Throughout Muduroglu’s addiction he’d always enjoyed cycling. He said:
“Cycling was a choice, because, even when I was going and doing that stuff […] for years, cycling was a constant and one of the few healthy things I did.”
Muduroglu added:
“There’s no difference to the feeling from when I was a kid riding around on a bike, you can’t do many things that give you that sort of, dare I say it – joy. […] Taking that from my past life was a nice thing to do.”
Although starting a business had always been on the agenda, the idea for PMW came while he was thinking about climate change’s impact on the wider economy with the toll of large scale corporations and unsustainable expansion.
Muduroglu said:
“I was looking into the economic system and questions about [its future], and then the whole thing around sustainability and consumerism and the realization of – how’s this going to work? […] It’s insane, this constant push for more productivity – sell more – it can’t carry on, surely. With climate change that whole model can’t work.”
He added:
“[While questioning] that sustainability became a big thing.”
However, he grew into the business more organically, at first, selling off old clutter on Ebay before being asked to sell items for neighbours.
Muduroglu said:
“I was just selling things on Ebay… My old kids stuff (unbeknown to them sometimes) […] and then I just landed on bikes.”
He added:
“It became such an obvious thing, kids’ bikes when they grow out of them. They’re expensive, they get wasted, they get left.”

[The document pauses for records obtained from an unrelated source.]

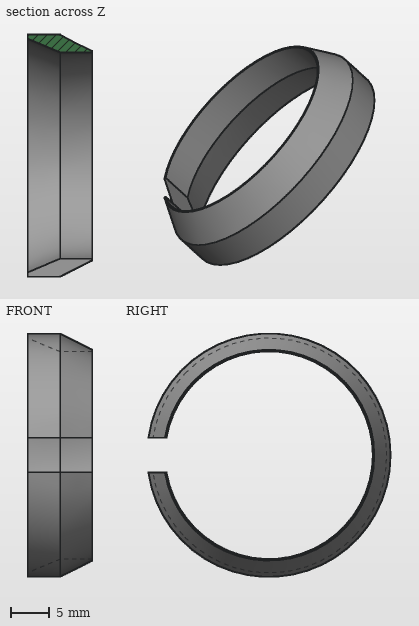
import cadquery as cq

outer_radius = 15.98
lip_outer_radius = 13.85
width = 8.5
band_width = width / 2
rim_wall = 0.58
lip_wall = 0.22
rim_bore_radius = outer_radius - rim_wall
lip_bore_radius = lip_outer_radius - lip_wall
gap = 4.55

x_start = -width / 2
x_shoulder = x_start + band_width
x_end = x_start + width

ring = (
    cq.Workplane("XY")
    .moveTo(x_start, -rim_bore_radius)
    .lineTo(x_start, -outer_radius)
    .lineTo(x_shoulder, -outer_radius)
    .lineTo(x_end, -lip_outer_radius)
    .lineTo(x_end, -lip_bore_radius)
    .lineTo(x_shoulder, -lip_bore_radius)
    .close()
    .revolve(360, (0, 0, 0), (1, 0, 0))
)

split = cq.Workplane("XY").box(width, outer_radius, gap).translate((0, -outer_radius, 0))

result = ring.cut(split)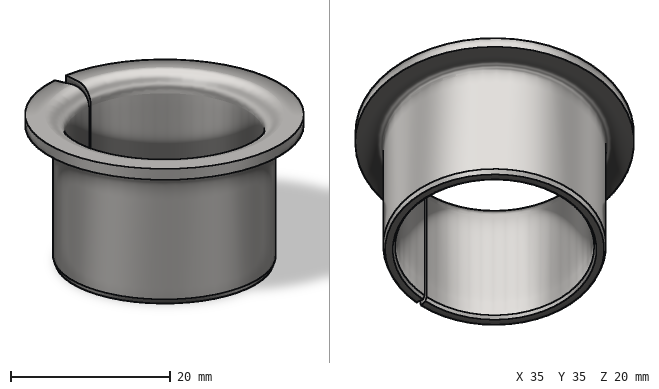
import cadquery as cq
import math

bore_radius = 12.5
wall = 1.5
flange_radius = 17.5
length = 20.0
bend_radius = 1.0
outer_chamfer_height = 0.7
outer_chamfer_angle = 20.0
inner_chamfer_height = 0.5
inner_chamfer_angle = 30.0
gap_at_bore = 0.35
gap_half_angle = 10.0

body_radius = bore_radius + wall
flange_underside = length - wall
mouth_radius = bend_radius + wall
bend_center_radius = body_radius + bend_radius
bend_center_height = flange_underside - bend_radius
outer_chamfer_width = outer_chamfer_height * math.tan(math.radians(outer_chamfer_angle))
inner_chamfer_width = inner_chamfer_height * math.tan(math.radians(inner_chamfer_angle))


def bend_point(radius):
    """Midpoint of a quarter arc of the bend, for the given arc radius."""
    offset = radius * math.cos(math.radians(45))
    return (bend_center_radius - offset, bend_center_height + offset)


def make_sleeve():
    """Unsplit sleeve of even wall, bent outward at the top into the flange."""
    profile = (
        cq.Workplane("XZ")
        .moveTo(bore_radius + inner_chamfer_width, 0)
        .lineTo(body_radius - outer_chamfer_width, 0)
        .lineTo(body_radius, outer_chamfer_height)
        .lineTo(body_radius, bend_center_height)
        .threePointArc(bend_point(bend_radius), (bend_center_radius, flange_underside))
        .lineTo(flange_radius, flange_underside)
        .lineTo(flange_radius, length)
        .lineTo(bend_center_radius, length)
        .threePointArc(bend_point(mouth_radius), (bore_radius, bend_center_height))
        .lineTo(bore_radius, inner_chamfer_height)
        .close()
    )
    sleeve = profile.revolve(360, (0, 0, 0), (0, 1, 0))
    return sleeve.rotate((0, 0, 0), (0, 0, 1), 180)


def make_split():
    """Wedge on the -X side that opens outward through wall and flange."""
    slope = math.tan(math.radians(gap_half_angle))
    tip_x = -bore_radius + gap_at_bore / 2 / slope
    outer_x = -flange_radius - wall
    outer_half_width = (tip_x - outer_x) * slope
    corners = [(tip_x, 0), (outer_x, outer_half_width), (outer_x, -outer_half_width)]
    return cq.Workplane("XY").polyline(corners).close().extrude(length)


result = make_sleeve().cut(make_split())

From there, along with a bike mechanic friend, Pim, they began fixing old bikes and selling them on, before the business expanded to the point where their app based, cargo-bikes-for-hire are now being picked up by local authorities like Lambeth and Southwark.
Although Muduroglu is cognisant of his past self and sees the business as key to his continued success in sobriety. He said:
“If you haven’t got some belief in something, it’s very easy to go do whatever…”
He added:
“The business more than anything has helped me. […] Going into the cycling sector, sustainable transport, the people who I work with and who we cater for – it’s a very different relationship.”
Muduroglu cited the shift in environment as a healthy change, along with the broader reframing of his business goals being aligned with his principles on sustainability.
Muduroglu said:
“I suppose to tie it in with addiction, it was more that I was searching for stuff and that [a business that combined a living wage with cycling] fulfilled that need to have a belief in something.”
He agrees it’s comparable to the ways recovered addicts incorporate faith into their lives, and sees the spiral he found himself in, as a result of a lack of self worth to get better.
However, Muduroglu admits there was a reluctance to seek help initially, partially because he didn’t identify with the stereotypical view of alcoholics he had grown up with.
Muduroglu said:
“By the time I gave up booze and gambling I was 39. 40? […] I was gambling on fruit machines addictively since the age of 13, so my brain was hard-wired for this stuff.”
It’s clear Muduroglu is eager to leave the past behind as he talks excitedly about his future plans for PMW’s expansion, which includes around 90 plus cargo bikes in the OurBike London fleet alone.

Drawing his own comments to a close, Muduroglu said:
“… Without banging on about that as ex-addicts can.”